Of politics, nonchalance and monetary policy

Book Review

The Euro

Originally Posted at Globe and Mail
By Neil Reynolds
April 17, 2009 

On June 23, 1972, U.S. President Richard Nixon met with H.R. (Bob) Haldeman, his chief of staff, and ordered the cover-up of the bungled burglary, one week earlier, of the Democratic National Committee headquarters in the Watergate hotel in Washington. Tape recorders in the Oval Office preserved this conversation, subsequently famous as the “smoking gun” that forced Mr. Nixon to resign two years later. The same tape recorders preserved Mr. Nixon's response a year earlier to a British devaluation of the pound:

Haldeman: “Did you get the report that the British have floated the pound?”

Nixon: “No, I don't think so.”

Haldeman: “They did.”

Nixon: “That's devaluation?”

Haldeman: “Yeah….”

Nixon: I don't care about it. Nothing we can do about it.”

Haldeman: “You don't want a rundown?”

Nixon: “No, I don't.”

Haldeman: “[Presidential assistant Peter] Flanigan's got a report on it. He argues that it shows the wisdom of our refusal to consider [gold] convertibility until we get a new monetary system.”

Nixon: “Good. I think he's right. It's too complicated for me to get into.”

Haldeman: “[Federal Reserve Board chairman Arthur] Burns expects a 5-per-cent devaluation against the dollar.”

Nixon: “Yeah. OK. Fine.”

Haldeman: “Burns is concerned about speculation about the lira.”

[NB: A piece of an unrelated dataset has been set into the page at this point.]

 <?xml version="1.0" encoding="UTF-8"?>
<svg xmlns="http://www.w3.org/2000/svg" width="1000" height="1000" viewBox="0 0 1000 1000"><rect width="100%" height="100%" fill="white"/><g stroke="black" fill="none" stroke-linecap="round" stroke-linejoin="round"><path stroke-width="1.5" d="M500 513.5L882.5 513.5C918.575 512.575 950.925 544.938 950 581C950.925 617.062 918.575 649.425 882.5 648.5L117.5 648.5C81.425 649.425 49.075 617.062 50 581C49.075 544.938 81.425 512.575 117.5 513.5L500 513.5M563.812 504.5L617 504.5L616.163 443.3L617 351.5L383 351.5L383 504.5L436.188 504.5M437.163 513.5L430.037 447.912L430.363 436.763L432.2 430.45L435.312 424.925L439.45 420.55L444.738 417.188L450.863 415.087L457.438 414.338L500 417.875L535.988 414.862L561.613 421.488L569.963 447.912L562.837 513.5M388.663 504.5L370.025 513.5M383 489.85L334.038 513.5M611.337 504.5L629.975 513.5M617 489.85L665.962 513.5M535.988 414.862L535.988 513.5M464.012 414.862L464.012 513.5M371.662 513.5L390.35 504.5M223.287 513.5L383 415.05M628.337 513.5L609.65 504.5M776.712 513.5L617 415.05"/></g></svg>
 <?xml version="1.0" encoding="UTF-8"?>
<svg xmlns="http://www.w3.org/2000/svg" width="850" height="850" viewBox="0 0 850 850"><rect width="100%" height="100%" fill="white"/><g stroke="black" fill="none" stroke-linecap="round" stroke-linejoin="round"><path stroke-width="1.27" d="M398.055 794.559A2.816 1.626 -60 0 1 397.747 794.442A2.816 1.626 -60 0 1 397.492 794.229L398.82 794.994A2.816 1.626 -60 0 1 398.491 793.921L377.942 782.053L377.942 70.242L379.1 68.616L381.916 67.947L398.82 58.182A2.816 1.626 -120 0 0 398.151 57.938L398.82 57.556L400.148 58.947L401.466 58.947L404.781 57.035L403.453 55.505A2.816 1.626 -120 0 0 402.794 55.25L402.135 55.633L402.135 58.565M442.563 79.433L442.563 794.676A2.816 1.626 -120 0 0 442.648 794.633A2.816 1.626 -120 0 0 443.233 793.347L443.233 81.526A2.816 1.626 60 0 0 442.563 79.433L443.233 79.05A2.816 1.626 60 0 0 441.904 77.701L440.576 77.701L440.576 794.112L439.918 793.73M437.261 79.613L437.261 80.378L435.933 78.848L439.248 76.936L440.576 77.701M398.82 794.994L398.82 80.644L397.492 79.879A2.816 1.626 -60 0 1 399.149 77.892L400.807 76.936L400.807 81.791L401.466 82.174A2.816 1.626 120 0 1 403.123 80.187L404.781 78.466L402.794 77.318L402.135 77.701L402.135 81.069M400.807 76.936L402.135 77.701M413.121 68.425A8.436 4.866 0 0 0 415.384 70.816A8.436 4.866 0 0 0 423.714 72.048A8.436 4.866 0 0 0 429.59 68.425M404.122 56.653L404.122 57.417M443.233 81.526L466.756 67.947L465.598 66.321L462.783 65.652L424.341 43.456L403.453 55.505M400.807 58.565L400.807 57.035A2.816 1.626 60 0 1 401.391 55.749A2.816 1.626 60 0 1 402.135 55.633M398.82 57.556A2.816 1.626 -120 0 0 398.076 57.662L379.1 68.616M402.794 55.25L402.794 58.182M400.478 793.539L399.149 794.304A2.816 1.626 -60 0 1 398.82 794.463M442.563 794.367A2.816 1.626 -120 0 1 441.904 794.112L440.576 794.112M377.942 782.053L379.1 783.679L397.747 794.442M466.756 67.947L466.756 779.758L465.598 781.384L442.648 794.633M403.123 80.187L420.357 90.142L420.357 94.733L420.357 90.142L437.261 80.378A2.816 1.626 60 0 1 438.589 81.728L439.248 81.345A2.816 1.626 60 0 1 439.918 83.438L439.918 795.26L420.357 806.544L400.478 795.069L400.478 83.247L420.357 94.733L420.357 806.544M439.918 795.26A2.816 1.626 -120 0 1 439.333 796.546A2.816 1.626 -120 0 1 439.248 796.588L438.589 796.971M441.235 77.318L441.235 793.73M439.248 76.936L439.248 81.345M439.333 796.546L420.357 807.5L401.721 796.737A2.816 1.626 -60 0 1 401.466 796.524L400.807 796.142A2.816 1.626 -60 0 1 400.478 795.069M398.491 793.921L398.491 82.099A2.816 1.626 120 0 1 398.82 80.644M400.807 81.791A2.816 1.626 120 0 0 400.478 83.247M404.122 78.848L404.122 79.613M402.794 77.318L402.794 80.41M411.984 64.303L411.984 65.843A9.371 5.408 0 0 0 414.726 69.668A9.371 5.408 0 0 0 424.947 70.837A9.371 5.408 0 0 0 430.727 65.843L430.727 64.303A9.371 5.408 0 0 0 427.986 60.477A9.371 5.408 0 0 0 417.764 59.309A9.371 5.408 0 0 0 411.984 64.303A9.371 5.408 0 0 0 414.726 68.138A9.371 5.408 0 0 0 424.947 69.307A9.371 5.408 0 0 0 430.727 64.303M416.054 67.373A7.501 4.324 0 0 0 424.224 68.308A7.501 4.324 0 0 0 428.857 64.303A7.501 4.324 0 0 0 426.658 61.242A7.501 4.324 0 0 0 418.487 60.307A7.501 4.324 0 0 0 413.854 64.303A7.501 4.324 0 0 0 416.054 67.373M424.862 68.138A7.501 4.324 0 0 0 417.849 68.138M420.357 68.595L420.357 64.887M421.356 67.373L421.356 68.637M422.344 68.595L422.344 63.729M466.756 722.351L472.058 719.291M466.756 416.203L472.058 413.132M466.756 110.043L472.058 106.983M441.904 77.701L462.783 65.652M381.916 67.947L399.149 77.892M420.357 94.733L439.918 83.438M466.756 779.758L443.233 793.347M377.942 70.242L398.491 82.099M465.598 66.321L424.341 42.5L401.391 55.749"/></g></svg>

Nixon: “Well, I don't give a [deleted] about the lira.”

As it happens, Mr. Nixon didn't give a [deleted] about the German mark, the franc or the dollar, either. Nor did his predecessor, Lyndon Johnson, who precipitated the currency crisis by choosing to finance U.S. spending on guns and butter with inflated dollars. By 1970, U.S. gold reserves covered only 22 per cent of the dollars in circulation, down from 55 per cent a few years earlier. One by one, the major European countries tested the U.S. Treasury. In July, 1971, Switzerland delivered $50-million (U.S.) to the United States, demanding gold in return; France dumped $190-million. Germany made a formal request for a $500-million swap.

The world had lost faith in the greenback. In May, 1971, Fed foreign exchange chief Charles Coombs concluded, in an internal note, that Europe was getting ready for the U.S. “to close the gold window.” He calculated that private investors could, at any time, sell billions of dollars in equities to buy gold, “triggering a virtual collapse of the New York Stock Exchange.” The British, he advised, were set to dump dollars. “If the British … take gold for their dollars,” he said, “it's game over.”

In early August, Federal Reserve president Alfred Hayes warned Mr. Burns that confidence in the dollar had eroded so much that “the breakdown of the entire international financial system” could occur within a matter of weeks, if not days. When Mr. Burns warned Treasury Secretary John Connally that the Europeans might retaliate, Mr. Connally responded: “Let 'em. What can they do?” (Mr. Connally once told a contingent of foreign monetary authorities that the dollar was “our currency, your problem.”)

On Sunday, Aug. 15, Mr. Nixon pre-empted the popular prime-time TV show Bonanza to announce the end of the world's last legal currency connection to gold. He took Europe by surprise – and his own State Department, too. His closest advisers recalled later that, when they met to decide what to do with the falling dollar, they spent more time discussing the pre-emption of Bonanza than discussing the dollar itself.

British investment banker and financial writer David Marsh cites Mr. Nixon's conversation with Mr. Haldeman, in his new book on the 10th anniversary of the euro, to illustrate the president's remarkable insouciance toward Europe at a time of an approaching global crisis. Mr. Marsh's gripping work, The Euro: The Politics of the New Global Currency, encompasses – as its title promises – the extraordinary political drama that led ancient enemies to embrace the euro (introduced as an accounting function Jan. 1, 1999).

This book is not ideological or theoretical. The Euro is superbly researched journalism, based in part on more than 100 interviews with prime ministers, finance ministers and central bankers, based in part on unpublished archival material from six countries.

It isn't only American politicians who emerge diminished from Mr. Marsh's tale, which begins in the Second World War with France “[losing] its honour but [keeping] its gold.” In the postwar years, though, France lost its gold, too. French President Charles de Gaulle schemed for years to humble the German mark and the U.S. dollar but the franc was never up to the assignment. The Euro explores the intrigue that preceded the euro, the achievements of the new currency (which has behaved more or less decently, so far, for more than 20 countries) and the daunting tasks that await it.

It is not Mr. Marsh's explicit message but a reader of The Euro cannot escape the conclusion that money is far too important to entrust to politicians and bureaucrats. There must be a better way. Oh, yes, there is. But that's another story for another day.

The Euro will be published May 5 by Yale University Press.